—D'ailleurs, qu'est donc une amitié qui recule devant la complicité? demanda-t-il un soir à Michel Chrestien qu'il avait reconduit jusque chez lui, en compagnie de Léon Giraud.
—Nous ne reculons devant rien, répondit Michel Chrestien. Si tu avais le malheur de tuer ta maîtresse, je t'aiderais à cacher ton crime et pourrais t'estimer encore; mais, si tu devenais espion, je te fuirais avec horreur, car tu serais lâche et infâme par système. Voilà le journalisme en deux mots. L'amitié pardonne l'erreur, le mouvement irréfléchi de la passion; elle doit être implacable pour le parti pris de trafiquer de son âme, de son esprit et de sa pensée.
—Ne puis-je me faire journaliste pour vendre mon recueil de poésies et mon roman, puis abandonner aussitôt le journal?
—Machiavel se conduirait ainsi, mais non Lucien de Rubempré, dit Léon Giraud.

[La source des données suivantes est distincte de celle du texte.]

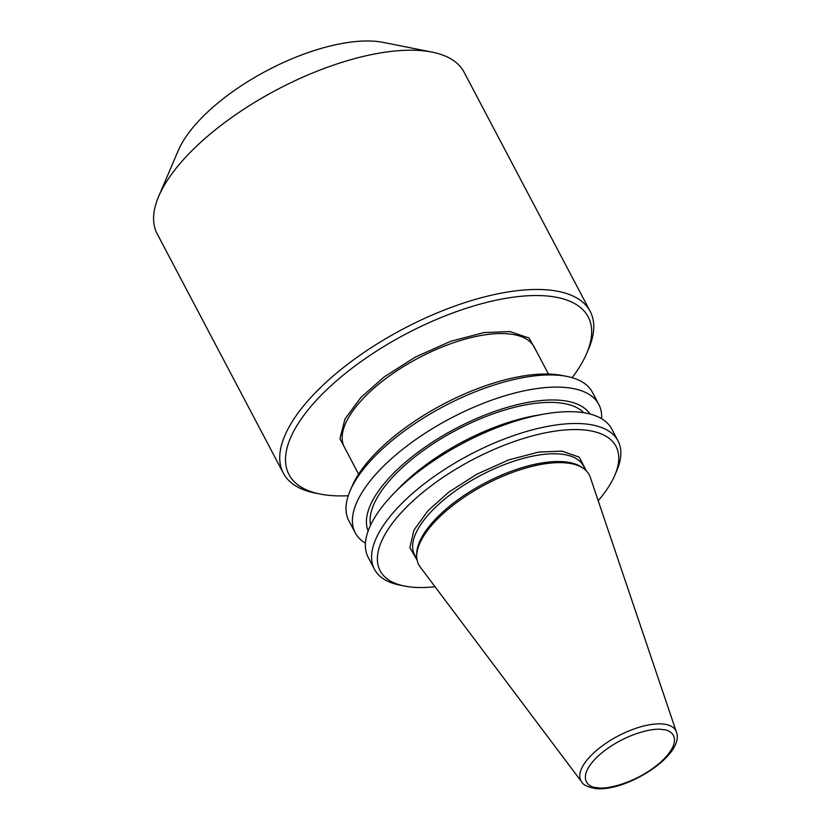 <?xml version="1.0" encoding="UTF-8"?>
<svg xmlns="http://www.w3.org/2000/svg" width="830" height="830" viewBox="0 0 830 830"><rect width="100%" height="100%" fill="white"/><g stroke="black" fill="none" stroke-linecap="round" stroke-linejoin="round"><path stroke-width="1.25" d="M417.106 560.136L409.864 547.707L413.963 530.059L428.073 510.616L448.802 492.159L476.721 474.262L508.572 459.955L538.587 452.07L561.931 451.136L579.257 457.133L586.374 470.89M347.386 452.858L339.927 438.686L345.01 418.922L360.998 397.342L384.228 376.882L415.405 357.035L450.804 341.244L484.077 332.571L509.973 331.554L529 338.007L537.238 352.76M598.191 500.718A133.329 55.081 152.2 0 0 614.823 475.227A133.329 55.081 152.2 0 0 585.347 430.085A133.329 55.081 152.2 0 0 418.123 496.34A133.329 55.081 152.2 0 0 404.615 586.063A133.329 55.081 152.2 0 0 410.777 587.007A133.329 55.081 152.2 0 0 435.045 586.737M614.823 475.227L616.783 470.651A137.666 56.865 152.2 0 0 617.997 440.844A137.666 56.865 152.2 0 0 586.343 424.047A137.666 56.865 152.2 0 0 437.732 474.003A137.666 56.865 152.2 0 0 374.444 569.255A137.666 56.865 152.2 0 0 399.728 585.088L404.615 586.063M374.444 569.255L368.23 557.459A137.666 56.865 -27.8 0 1 393.835 493.445A137.666 56.865 -27.8 0 1 544.49 414.014A137.666 56.865 -27.8 0 1 580.118 412.24A137.666 56.865 -27.8 0 1 611.772 429.048L617.997 440.844M601.594 418.694A137.666 56.865 152.2 0 0 598.803 404.449L592.402 392.3A137.666 56.865 152.2 0 0 567.118 376.467A137.666 56.865 152.2 0 0 560.748 375.492A137.666 56.865 152.2 0 0 439.423 408.713A137.666 56.865 152.2 0 0 350.073 490.904A137.666 56.865 152.2 0 0 348.849 520.711L355.261 532.86A137.666 56.865 152.2 0 0 365.439 543.204M598.803 404.449A137.666 56.865 152.2 0 0 567.149 387.641A137.666 56.865 152.2 0 0 418.548 437.597A137.666 56.865 152.2 0 0 355.261 532.86M544.49 414.014L536.688 415.353A125.486 51.834 152.2 0 0 399.355 487.76L393.835 493.445M583.78 412.728A121.408 50.153 152.2 0 0 559.493 402.872A121.408 50.153 152.2 0 0 434.432 442.94A121.408 50.153 152.2 0 0 370.585 525.141M368.136 530.961A125.486 51.834 -27.8 0 1 428.716 444.641A125.486 51.834 -27.8 0 1 562.169 400.475A125.486 51.834 -27.8 0 1 589.964 414.004M567.118 376.467L562.242 375.492A133.329 55.081 152.2 0 0 556.069 374.548A133.329 55.081 152.2 0 0 438.562 406.721A133.329 55.081 152.2 0 0 352.024 486.328L350.073 490.904M416.712 556.204L416.712 554.15A95.388 39.404 -27.8 0 1 470.88 491.08A95.388 39.404 -27.8 0 1 565.51 461.905A95.388 39.404 -27.8 0 1 581.654 467.186L583.345 468.348A96.363 39.809 -27.8 0 1 590.244 477.209L676.388 731.977A53.66 22.161 -27.8 0 0 663.471 724.071A53.66 22.161 -27.8 0 0 604.147 744.52A53.66 22.161 -27.8 0 0 581.674 781.912L420.125 566.9A96.363 39.809 -27.8 0 1 416.712 556.204A96.363 39.809 -27.8 0 1 471.44 492.491A96.363 39.809 -27.8 0 1 567.046 463.016A96.363 39.809 -27.8 0 1 583.345 468.348M590.161 311.343L464.012 72.086A173.439 71.65 152.2 0 0 432.16 52.134A173.439 71.65 152.2 0 0 424.13 50.91A173.439 71.65 152.2 0 0 271.286 92.763A173.439 71.65 152.2 0 0 158.706 196.316A173.439 71.65 152.2 0 0 157.181 233.863L283.32 473.121A173.439 71.65 -27.8 0 1 328.286 380.285A173.439 71.65 -27.8 0 1 550.28 290.168A173.439 71.65 -27.8 0 1 590.161 311.343A173.439 71.65 -27.8 0 1 588.626 348.901L586.665 353.476A169.102 69.855 -27.8 0 1 572.14 377.681M348.237 495.738A169.102 69.855 -27.8 0 1 320.058 494.037L315.172 493.072A173.439 71.65 -27.8 0 1 283.32 473.121M320.058 494.037A169.102 69.855 -27.8 0 1 332.84 384.072A169.102 69.855 -27.8 0 1 516.281 296.808A169.102 69.855 -27.8 0 1 586.665 353.476M432.16 52.134L383.356 42.423A130.071 53.732 152.2 0 0 377.328 41.5A130.071 53.732 152.2 0 0 262.695 72.895A130.071 53.732 152.2 0 0 178.263 150.552L158.706 196.316M585.7 470.237L583.365 465.806A95.388 39.404 152.2 0 0 561.433 454.155A95.388 39.404 152.2 0 0 458.461 488.777A95.388 39.404 152.2 0 0 414.606 554.782L416.94 559.213M662.236 729.58C672.57 729.414 684.283 740.485 660.794 762.033C636.444 783.489 605.329 789.849 597.6 787.68C587.277 787.857 575.553 776.776 599.053 755.227C623.392 733.772 654.507 727.422 662.236 729.58M548.464 374.05L534.24 347.075A107.309 44.332 152.2 0 0 509.568 333.971A107.309 44.332 152.2 0 0 393.731 372.919A107.309 44.332 152.2 0 0 344.388 447.173L358.612 474.148M581.674 781.912C583.116 784.869 587.661 787.068 595.286 788.5C625.26 792.567 685.217 755.176 676.388 731.977"/></g></svg>

—Eh! bien, s'écria Lucien, je vous prouverai que je vaux Machiavel.
—Ah! s'écria Michel en serrant la main de Léon, tu viens de le perdre. Lucien, dit-il, tu as trois cents francs, c'est de quoi vivre pendant trois mois à ton aise; eh! bien, travaille, fais un second roman, d'Arthez et Fulgence t'aideront pour le plan, tu grandiras, tu seras un romancier. Moi, je pénétrerai dans un de ces lupanar de la pensée, je serai journaliste pendant trois mois, je te vendrai tes livres à quelque libraire de qui j'attaquerai les publications, j'écrirai les articles, j'en obtiendrai pour toi; nous organiserons un succès, tu seras un grand homme, et tu resteras notre Lucien.
—Tu me méprises donc bien en croyant que je périrais là où tu te sauveras! dit le poète.
—Pardonnez-lui, mon Dieu, c'est un enfant! s'écria Michel Chrestien.
Après s'être dégourdi l'esprit pendant les soirées passées chez d'Arthez, Lucien avait étudié les plaisanteries et les articles des petits journaux. Sûr d'être au moins l'égal des plus spirituels rédacteurs, il s'essaya secrètement à cette gymnastique de la pensée, et sortit un matin avec la triomphante idée d'aller demander du service à quelque colonel de ces troupes légères de la Presse. Il se mit dans sa tenue la plus distinguée et passa les ponts en pensant que des auteurs, des journalistes, des écrivains, enfin ses frères futurs auraient un peu plus de tendresse et de désintéressement que les deux genres de libraires contre lesquels s'étaient heurtées ses espérances. Il rencontrerait des sympathies, quelque bonne et douce affection comme celle qu'il trouvait au Cénacle de la rue des Quatre-Vents. En proie aux émotions du pressentiment écouté, combattu, qu'aiment tant les hommes d'imagination, il arriva rue Saint-Fiacre auprès du boulevard Montmartre, devant la maison où se trouvaient les bureaux du petit journal et dont l'aspect lui fit éprouver les palpitations du jeune homme entrant dans un mauvais lieu. Néanmoins il monta dans les bureaux situés à l'entresol. Dans la première pièce, que divisait en deux parties égales une cloison moitié en planches et moitié grillagée jusqu'au plafond, il trouva un invalide manchot qui de son unique main tenait plusieurs rames de papier sur la tête et avait entre ses dents le livret voulu par l'administration du Timbre. Ce pauvre homme, dont la figure était d'un ton jaune et semée de bulbes rouges, ce qui lui valait le surnom de Coloquinte, lui montra derrière le grillage le Cerbère du journal. Ce personnage était un vieil officier décoré, le nez enveloppé de moustaches grises, un bonnet de soie noire sur la tête, et enseveli dans une ample redingote bleue comme une tortue sous sa carapace.
—De quel jour monsieur veut-il que parte son abonnement? lui demanda l'officier de l'Empire.